**RECORDS:**
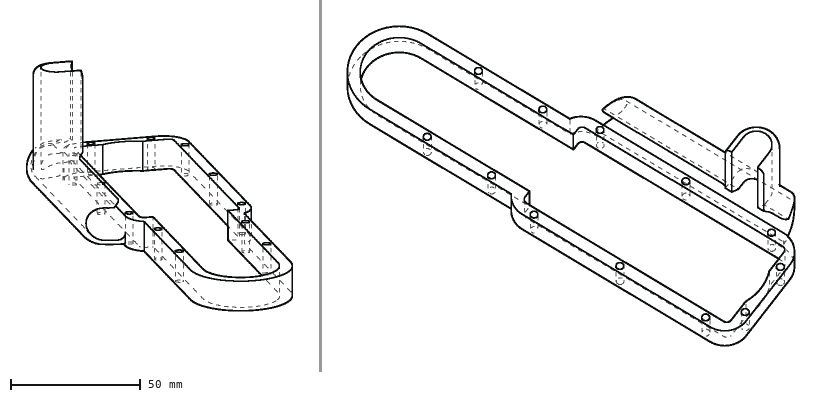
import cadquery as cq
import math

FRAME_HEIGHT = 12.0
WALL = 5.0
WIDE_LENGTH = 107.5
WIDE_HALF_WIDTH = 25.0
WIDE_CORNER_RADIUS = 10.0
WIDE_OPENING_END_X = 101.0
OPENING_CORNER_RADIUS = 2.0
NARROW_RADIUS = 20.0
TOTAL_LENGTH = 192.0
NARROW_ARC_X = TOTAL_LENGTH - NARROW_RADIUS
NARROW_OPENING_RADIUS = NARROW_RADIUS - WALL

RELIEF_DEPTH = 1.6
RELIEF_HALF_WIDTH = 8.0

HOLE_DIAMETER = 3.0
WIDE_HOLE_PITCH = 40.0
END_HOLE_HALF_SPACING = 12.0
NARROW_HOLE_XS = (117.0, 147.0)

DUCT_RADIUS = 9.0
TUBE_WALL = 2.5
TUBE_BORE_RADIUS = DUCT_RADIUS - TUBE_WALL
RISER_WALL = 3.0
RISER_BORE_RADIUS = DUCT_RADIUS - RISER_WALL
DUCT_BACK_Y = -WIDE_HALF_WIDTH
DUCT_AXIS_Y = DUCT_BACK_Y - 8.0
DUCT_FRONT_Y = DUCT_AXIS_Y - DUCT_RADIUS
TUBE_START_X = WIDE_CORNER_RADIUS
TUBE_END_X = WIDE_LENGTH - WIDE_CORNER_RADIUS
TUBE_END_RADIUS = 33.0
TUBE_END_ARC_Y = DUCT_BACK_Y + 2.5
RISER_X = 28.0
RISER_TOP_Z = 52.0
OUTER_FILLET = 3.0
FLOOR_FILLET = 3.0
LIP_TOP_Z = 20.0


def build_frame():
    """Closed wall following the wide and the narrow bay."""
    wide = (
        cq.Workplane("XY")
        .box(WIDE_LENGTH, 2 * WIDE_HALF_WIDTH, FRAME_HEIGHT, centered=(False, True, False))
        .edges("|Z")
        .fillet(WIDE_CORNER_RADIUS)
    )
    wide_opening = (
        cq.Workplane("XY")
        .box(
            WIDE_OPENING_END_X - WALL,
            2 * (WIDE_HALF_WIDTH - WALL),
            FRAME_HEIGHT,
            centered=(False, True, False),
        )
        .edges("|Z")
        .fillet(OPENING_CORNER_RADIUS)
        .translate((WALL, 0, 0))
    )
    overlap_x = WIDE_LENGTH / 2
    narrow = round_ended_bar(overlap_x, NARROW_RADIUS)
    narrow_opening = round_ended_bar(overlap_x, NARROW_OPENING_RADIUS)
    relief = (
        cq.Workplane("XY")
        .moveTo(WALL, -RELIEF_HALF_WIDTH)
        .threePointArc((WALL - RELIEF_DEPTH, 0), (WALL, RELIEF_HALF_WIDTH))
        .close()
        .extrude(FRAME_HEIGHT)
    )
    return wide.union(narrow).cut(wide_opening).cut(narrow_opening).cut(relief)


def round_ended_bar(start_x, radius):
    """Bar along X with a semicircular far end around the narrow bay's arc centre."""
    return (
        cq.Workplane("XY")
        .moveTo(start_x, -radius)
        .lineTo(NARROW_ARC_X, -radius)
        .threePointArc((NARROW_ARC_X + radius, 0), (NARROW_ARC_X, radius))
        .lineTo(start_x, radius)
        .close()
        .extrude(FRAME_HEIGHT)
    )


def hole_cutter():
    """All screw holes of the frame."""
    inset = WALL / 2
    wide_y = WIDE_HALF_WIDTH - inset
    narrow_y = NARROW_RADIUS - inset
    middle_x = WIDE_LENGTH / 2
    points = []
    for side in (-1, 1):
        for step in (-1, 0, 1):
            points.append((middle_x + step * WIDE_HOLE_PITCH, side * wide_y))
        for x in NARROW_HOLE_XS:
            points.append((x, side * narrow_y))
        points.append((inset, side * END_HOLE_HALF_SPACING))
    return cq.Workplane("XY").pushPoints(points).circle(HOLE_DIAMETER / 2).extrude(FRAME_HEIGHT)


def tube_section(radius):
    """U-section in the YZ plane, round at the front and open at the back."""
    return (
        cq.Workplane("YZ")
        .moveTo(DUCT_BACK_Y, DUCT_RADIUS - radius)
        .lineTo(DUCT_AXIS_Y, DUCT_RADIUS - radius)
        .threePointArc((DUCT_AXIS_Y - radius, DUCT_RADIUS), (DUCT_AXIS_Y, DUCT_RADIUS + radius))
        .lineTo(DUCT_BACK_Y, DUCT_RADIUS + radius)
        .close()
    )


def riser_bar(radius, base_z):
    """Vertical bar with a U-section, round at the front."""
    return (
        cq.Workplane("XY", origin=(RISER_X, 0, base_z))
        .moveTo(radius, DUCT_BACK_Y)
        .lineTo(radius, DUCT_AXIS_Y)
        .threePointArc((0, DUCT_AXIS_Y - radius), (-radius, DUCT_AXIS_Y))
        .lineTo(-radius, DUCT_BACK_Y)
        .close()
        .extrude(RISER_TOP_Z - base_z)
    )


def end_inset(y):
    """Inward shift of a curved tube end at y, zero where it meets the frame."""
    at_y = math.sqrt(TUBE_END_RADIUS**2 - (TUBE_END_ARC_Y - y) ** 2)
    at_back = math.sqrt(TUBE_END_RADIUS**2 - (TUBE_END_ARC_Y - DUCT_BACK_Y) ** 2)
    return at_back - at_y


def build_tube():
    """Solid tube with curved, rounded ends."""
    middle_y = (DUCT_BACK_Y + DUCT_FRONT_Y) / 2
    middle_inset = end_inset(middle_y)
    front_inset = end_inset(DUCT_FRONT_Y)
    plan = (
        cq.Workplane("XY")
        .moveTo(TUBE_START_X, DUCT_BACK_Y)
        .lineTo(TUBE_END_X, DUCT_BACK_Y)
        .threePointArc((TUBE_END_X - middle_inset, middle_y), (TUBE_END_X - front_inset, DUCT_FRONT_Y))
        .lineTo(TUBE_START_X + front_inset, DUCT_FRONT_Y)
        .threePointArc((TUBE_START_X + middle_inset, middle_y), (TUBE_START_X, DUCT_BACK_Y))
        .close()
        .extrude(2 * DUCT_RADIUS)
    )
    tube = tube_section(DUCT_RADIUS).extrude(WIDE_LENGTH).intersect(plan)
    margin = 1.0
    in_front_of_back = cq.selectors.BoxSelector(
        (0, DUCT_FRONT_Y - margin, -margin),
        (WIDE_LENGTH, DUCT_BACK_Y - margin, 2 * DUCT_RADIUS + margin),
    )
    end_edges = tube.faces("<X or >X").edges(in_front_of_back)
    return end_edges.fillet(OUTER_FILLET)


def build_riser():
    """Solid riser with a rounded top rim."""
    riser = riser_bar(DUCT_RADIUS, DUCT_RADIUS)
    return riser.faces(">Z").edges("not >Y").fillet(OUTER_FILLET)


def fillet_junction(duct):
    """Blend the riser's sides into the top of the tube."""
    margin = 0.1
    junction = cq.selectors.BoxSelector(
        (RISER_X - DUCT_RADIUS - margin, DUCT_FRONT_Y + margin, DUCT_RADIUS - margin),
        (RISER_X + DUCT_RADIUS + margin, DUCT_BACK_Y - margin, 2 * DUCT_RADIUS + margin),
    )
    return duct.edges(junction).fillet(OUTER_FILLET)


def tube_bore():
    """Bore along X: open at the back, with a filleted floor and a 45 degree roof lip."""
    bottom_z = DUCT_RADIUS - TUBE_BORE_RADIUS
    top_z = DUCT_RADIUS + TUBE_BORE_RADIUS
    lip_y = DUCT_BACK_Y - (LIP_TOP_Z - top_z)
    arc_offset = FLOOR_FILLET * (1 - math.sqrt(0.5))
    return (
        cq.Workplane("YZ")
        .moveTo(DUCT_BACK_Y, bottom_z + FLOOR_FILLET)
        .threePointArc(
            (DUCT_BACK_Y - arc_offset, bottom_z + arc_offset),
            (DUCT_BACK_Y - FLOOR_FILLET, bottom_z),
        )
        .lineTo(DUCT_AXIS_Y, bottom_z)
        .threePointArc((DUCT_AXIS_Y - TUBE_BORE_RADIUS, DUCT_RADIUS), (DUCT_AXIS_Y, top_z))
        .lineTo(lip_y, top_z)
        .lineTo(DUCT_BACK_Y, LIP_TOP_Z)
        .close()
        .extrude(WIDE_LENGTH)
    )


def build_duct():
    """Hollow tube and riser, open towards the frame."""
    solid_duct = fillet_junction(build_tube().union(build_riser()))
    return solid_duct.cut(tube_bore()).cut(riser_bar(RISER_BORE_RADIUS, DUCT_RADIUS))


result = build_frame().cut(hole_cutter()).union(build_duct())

**WHAT THIS TASK INVOLVES:**
Extract, from the material above, each line holding the word "margin".

**RESULT OF THE TASK:**
    margin = 1.0
        (0, DUCT_FRONT_Y - margin, -margin),
        (WIDE_LENGTH, DUCT_BACK_Y - margin, 2 * DUCT_RADIUS + margin),
    margin = 0.1
        (RISER_X - DUCT_RADIUS - margin, DUCT_FRONT_Y + margin, DUCT_RADIUS - margin),
        (RISER_X + DUCT_RADIUS + margin, DUCT_BACK_Y - margin, 2 * DUCT_RADIUS + margin),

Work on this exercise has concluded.